Data items

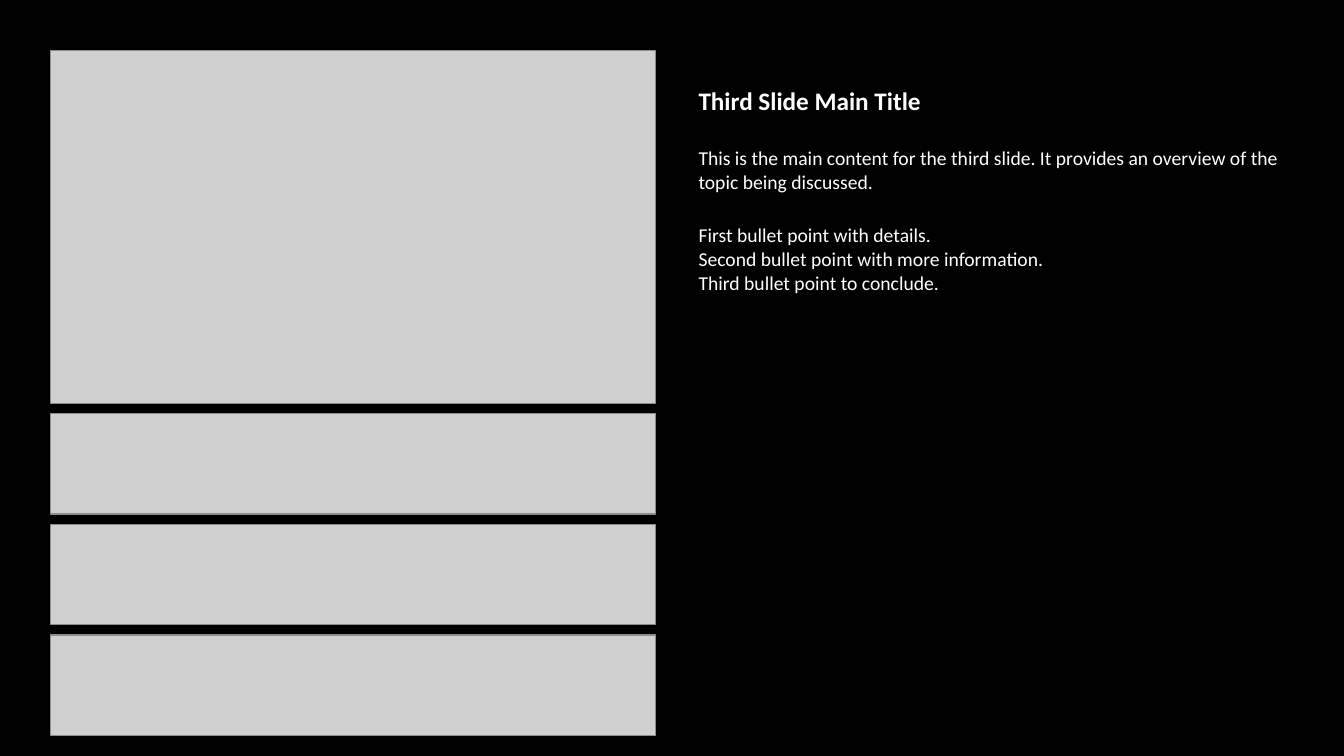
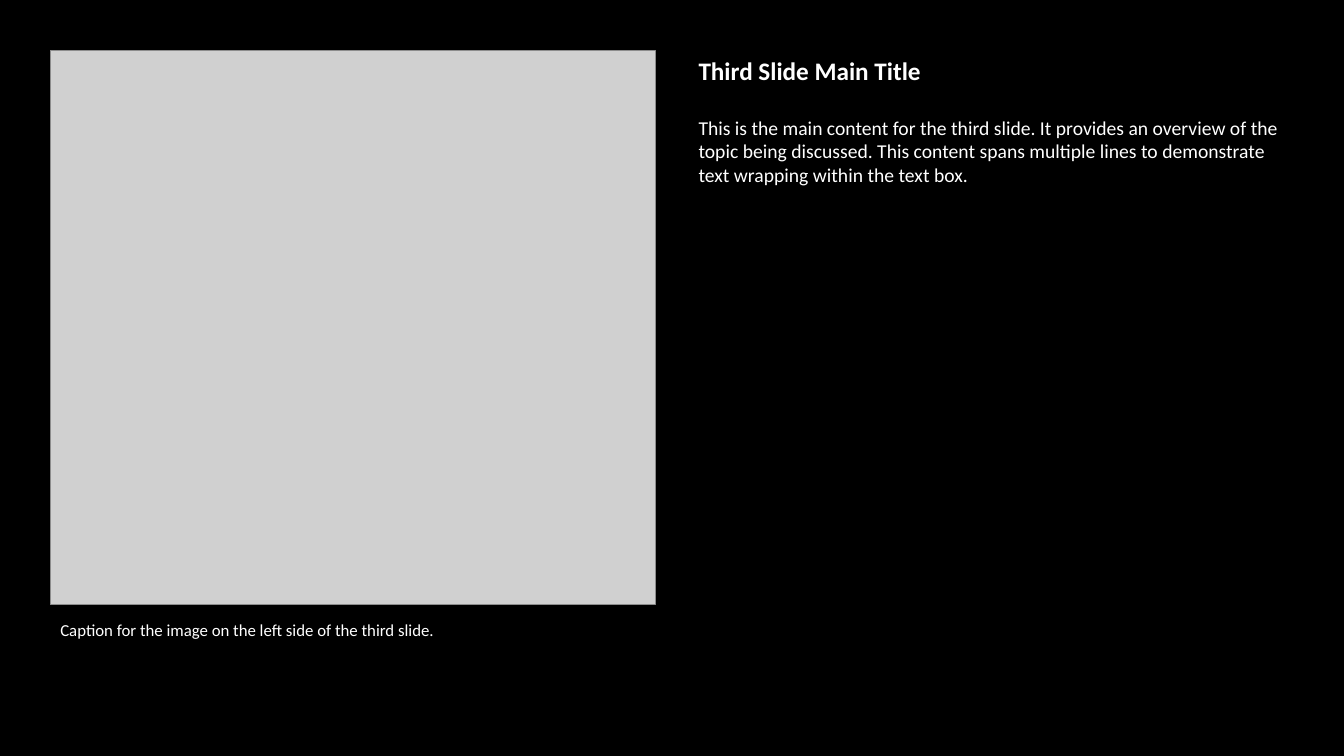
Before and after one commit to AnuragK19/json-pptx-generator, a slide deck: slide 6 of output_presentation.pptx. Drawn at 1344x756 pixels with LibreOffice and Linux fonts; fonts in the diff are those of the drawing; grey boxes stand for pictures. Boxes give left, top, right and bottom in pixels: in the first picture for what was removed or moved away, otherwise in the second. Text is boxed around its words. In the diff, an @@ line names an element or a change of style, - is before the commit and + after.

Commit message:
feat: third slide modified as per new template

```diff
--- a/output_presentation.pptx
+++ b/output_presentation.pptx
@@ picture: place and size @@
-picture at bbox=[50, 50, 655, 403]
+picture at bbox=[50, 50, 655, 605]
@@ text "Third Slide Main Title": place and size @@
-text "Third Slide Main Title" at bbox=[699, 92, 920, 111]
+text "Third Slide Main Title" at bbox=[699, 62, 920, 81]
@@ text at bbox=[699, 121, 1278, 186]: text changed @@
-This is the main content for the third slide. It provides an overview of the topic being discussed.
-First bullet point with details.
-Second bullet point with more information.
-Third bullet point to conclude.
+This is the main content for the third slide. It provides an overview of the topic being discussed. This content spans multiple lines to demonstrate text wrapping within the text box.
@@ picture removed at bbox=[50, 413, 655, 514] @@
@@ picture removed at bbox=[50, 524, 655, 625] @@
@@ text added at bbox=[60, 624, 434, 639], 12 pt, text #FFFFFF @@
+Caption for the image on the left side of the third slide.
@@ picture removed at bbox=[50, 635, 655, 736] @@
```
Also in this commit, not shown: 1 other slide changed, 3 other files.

WHAT YOU NEED TO DO.
Return, exactly as they stand, all of the lines above, but not the pictures.

THE COMPLETED TASK.
Before and after one commit to AnuragK19/json-pptx-generator, a slide deck: slide 6 of output_presentation.pptx. Drawn at 1344x756 pixels with LibreOffice and Linux fonts; fonts in the diff are those of the drawing; grey boxes stand for pictures. Boxes give left, top, right and bottom in pixels: in the first picture for what was removed or moved away, otherwise in the second. Text is boxed around its words. In the diff, an @@ line names an element or a change of style, - is before the commit and + after.

Commit message:
feat: third slide modified as per new template

```diff
--- a/output_presentation.pptx
+++ b/output_presentation.pptx
@@ picture: place and size @@
-picture at bbox=[50, 50, 655, 403]
+picture at bbox=[50, 50, 655, 605]
@@ text "Third Slide Main Title": place and size @@
-text "Third Slide Main Title" at bbox=[699, 92, 920, 111]
+text "Third Slide Main Title" at bbox=[699, 62, 920, 81]
@@ text at bbox=[699, 121, 1278, 186]: text changed @@
-This is the main content for the third slide. It provides an overview of the topic being discussed.
-First bullet point with details.
-Second bullet point with more information.
-Third bullet point to conclude.
+This is the main content for the third slide. It provides an overview of the topic being discussed. This content spans multiple lines to demonstrate text wrapping within the text box.
@@ picture removed at bbox=[50, 413, 655, 514] @@
@@ picture removed at bbox=[50, 524, 655, 625] @@
@@ text added at bbox=[60, 624, 434, 639], 12 pt, text #FFFFFF @@
+Caption for the image on the left side of the third slide.
@@ picture removed at bbox=[50, 635, 655, 736] @@
```
Also in this commit, not shown: 1 other slide changed, 3 other files.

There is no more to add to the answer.